* Aim of the task *
Write all of the entries out again exactly, but not the images.

* Supplied information *

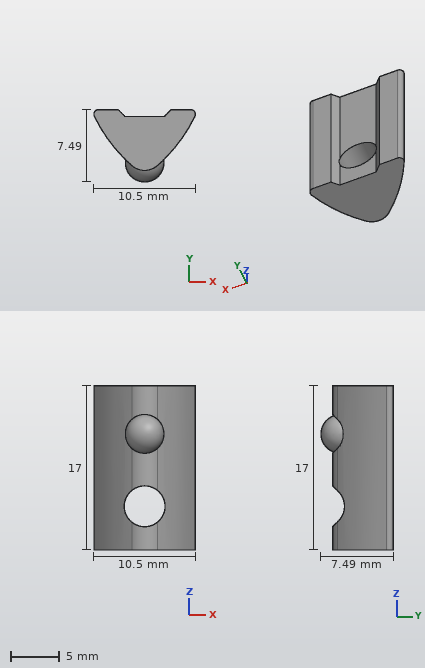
import cadquery as cq
import math

length = 17.0
width = 10.5
body_depth = 6.29
corner_radius = 0.5
nose_radius = 2.0
flank_radius = 15.98

groove_depth = 0.7
groove_half_width = 2.74

hole_diameter = 4.2
hole_height = 4.52

ball_diameter = 4.01
ball_height = 12.0
ball_projection = 1.2
ball_radius = ball_diameter / 2
ball_y = -(body_depth + ball_projection) + ball_radius


def point_on_circle(center, radius, angle):
    """Point at an angle, in radians, on a circle in the XY plane."""
    return (center[0] + radius * math.cos(angle), center[1] + radius * math.sin(angle))


def mirrored(point):
    """The same point on the -X side."""
    return (-point[0], point[1])


def make_profile():
    """Closed outline: convex flanks tangent to the round corners and nose."""
    corner_center = (width / 2 - corner_radius, -corner_radius)
    nose_center = (0, -body_depth + nose_radius)

    to_corner = flank_radius - corner_radius
    to_nose = flank_radius - nose_radius
    dx = corner_center[0] - nose_center[0]
    dy = corner_center[1] - nose_center[1]
    spacing = math.hypot(dx, dy)
    nose_corner_angle = math.atan2(dy, dx)
    angle_at_nose = math.acos((to_nose**2 + spacing**2 - to_corner**2) / (2 * to_nose * spacing))
    flank_center = point_on_circle(nose_center, to_nose, nose_corner_angle + angle_at_nose)

    corner_angle = math.atan2(corner_center[1] - flank_center[1], corner_center[0] - flank_center[0])
    nose_angle = math.atan2(nose_center[1] - flank_center[1], nose_center[0] - flank_center[0])
    corner_top = (corner_center[0], 0)
    corner_side = (width / 2, -corner_radius)
    flank_start = point_on_circle(flank_center, flank_radius, corner_angle)
    flank_middle = point_on_circle(flank_center, flank_radius, (corner_angle + nose_angle) / 2)
    flank_end = point_on_circle(flank_center, flank_radius, nose_angle)
    groove_edge = (groove_half_width, 0)
    groove_floor = (groove_half_width - groove_depth, -groove_depth)

    return (
        cq.Workplane("XY")
        .moveTo(*mirrored(groove_floor))
        .lineTo(*groove_floor)
        .lineTo(*groove_edge)
        .lineTo(*corner_top)
        .threePointArc(corner_side, flank_start)
        .threePointArc(flank_middle, flank_end)
        .threePointArc((0, -body_depth), mirrored(flank_end))
        .threePointArc(mirrored(flank_middle), mirrored(flank_start))
        .threePointArc(mirrored(corner_side), mirrored(corner_top))
        .lineTo(*mirrored(groove_edge))
        .close()
    )


def make_ball():
    """Ball revolved about its Y axis."""
    half_disc = (
        cq.Workplane("XY", origin=(0, ball_y, ball_height))
        .moveTo(0, -ball_radius)
        .threePointArc((ball_radius, 0), (0, ball_radius))
        .close()
    )
    return half_disc.revolve(360, (0, 0), (0, 1))


def make_cross_hole():
    return (
        cq.Workplane("XZ", origin=(0, 0, hole_height))
        .circle(hole_diameter / 2)
        .extrude(body_depth)
    )


def make_ball_seat():
    """Bore open at the nose, with a hemispherical bottom that fits the ball."""
    half_section = (
        cq.Workplane("XY", origin=(0, ball_y, ball_height))
        .moveTo(0, -ball_radius)
        .lineTo(ball_radius, -ball_radius)
        .lineTo(ball_radius, 0)
        .radiusArc((0, ball_radius), -ball_radius)
        .close()
    )
    return half_section.revolve(360, (0, 0), (0, 1))


def make_body():
    return make_profile().extrude(length).cut(make_cross_hole()).cut(make_ball_seat())


body = make_body()
ball = make_ball()
result = cq.Compound.makeCompound([body.val(), ball.val()])

* Exercise response *
import cadquery as cq
import math

length = 17.0
width = 10.5
body_depth = 6.29
corner_radius = 0.5
nose_radius = 2.0
flank_radius = 15.98

groove_depth = 0.7
groove_half_width = 2.74

hole_diameter = 4.2
hole_height = 4.52

ball_diameter = 4.01
ball_height = 12.0
ball_projection = 1.2
ball_radius = ball_diameter / 2
ball_y = -(body_depth + ball_projection) + ball_radius


def point_on_circle(center, radius, angle):
    """Point at an angle, in radians, on a circle in the XY plane."""
    return (center[0] + radius * math.cos(angle), center[1] + radius * math.sin(angle))


def mirrored(point):
    """The same point on the -X side."""
    return (-point[0], point[1])


def make_profile():
    """Closed outline: convex flanks tangent to the round corners and nose."""
    corner_center = (width / 2 - corner_radius, -corner_radius)
    nose_center = (0, -body_depth + nose_radius)

    to_corner = flank_radius - corner_radius
    to_nose = flank_radius - nose_radius
    dx = corner_center[0] - nose_center[0]
    dy = corner_center[1] - nose_center[1]
    spacing = math.hypot(dx, dy)
    nose_corner_angle = math.atan2(dy, dx)
    angle_at_nose = math.acos((to_nose**2 + spacing**2 - to_corner**2) / (2 * to_nose * spacing))
    flank_center = point_on_circle(nose_center, to_nose, nose_corner_angle + angle_at_nose)

    corner_angle = math.atan2(corner_center[1] - flank_center[1], corner_center[0] - flank_center[0])
    nose_angle = math.atan2(nose_center[1] - flank_center[1], nose_center[0] - flank_center[0])
    corner_top = (corner_center[0], 0)
    corner_side = (width / 2, -corner_radius)
    flank_start = point_on_circle(flank_center, flank_radius, corner_angle)
    flank_middle = point_on_circle(flank_center, flank_radius, (corner_angle + nose_angle) / 2)
    flank_end = point_on_circle(flank_center, flank_radius, nose_angle)
    groove_edge = (groove_half_width, 0)
    groove_floor = (groove_half_width - groove_depth, -groove_depth)

    return (
        cq.Workplane("XY")
        .moveTo(*mirrored(groove_floor))
        .lineTo(*groove_floor)
        .lineTo(*groove_edge)
        .lineTo(*corner_top)
        .threePointArc(corner_side, flank_start)
        .threePointArc(flank_middle, flank_end)
        .threePointArc((0, -body_depth), mirrored(flank_end))
        .threePointArc(mirrored(flank_middle), mirrored(flank_start))
        .threePointArc(mirrored(corner_side), mirrored(corner_top))
        .lineTo(*mirrored(groove_edge))
        .close()
    )


def make_ball():
    """Ball revolved about its Y axis."""
    half_disc = (
        cq.Workplane("XY", origin=(0, ball_y, ball_height))
        .moveTo(0, -ball_radius)
        .threePointArc((ball_radius, 0), (0, ball_radius))
        .close()
    )
    return half_disc.revolve(360, (0, 0), (0, 1))


def make_cross_hole():
    return (
        cq.Workplane("XZ", origin=(0, 0, hole_height))
        .circle(hole_diameter / 2)
        .extrude(body_depth)
    )


def make_ball_seat():
    """Bore open at the nose, with a hemispherical bottom that fits the ball."""
    half_section = (
        cq.Workplane("XY", origin=(0, ball_y, ball_height))
        .moveTo(0, -ball_radius)
        .lineTo(ball_radius, -ball_radius)
        .lineTo(ball_radius, 0)
        .radiusArc((0, ball_radius), -ball_radius)
        .close()
    )
    return half_section.revolve(360, (0, 0), (0, 1))


def make_body():
    return make_profile().extrude(length).cut(make_cross_hole()).cut(make_ball_seat())


body = make_body()
ball = make_ball()
result = cq.Compound.makeCompound([body.val(), ball.val()])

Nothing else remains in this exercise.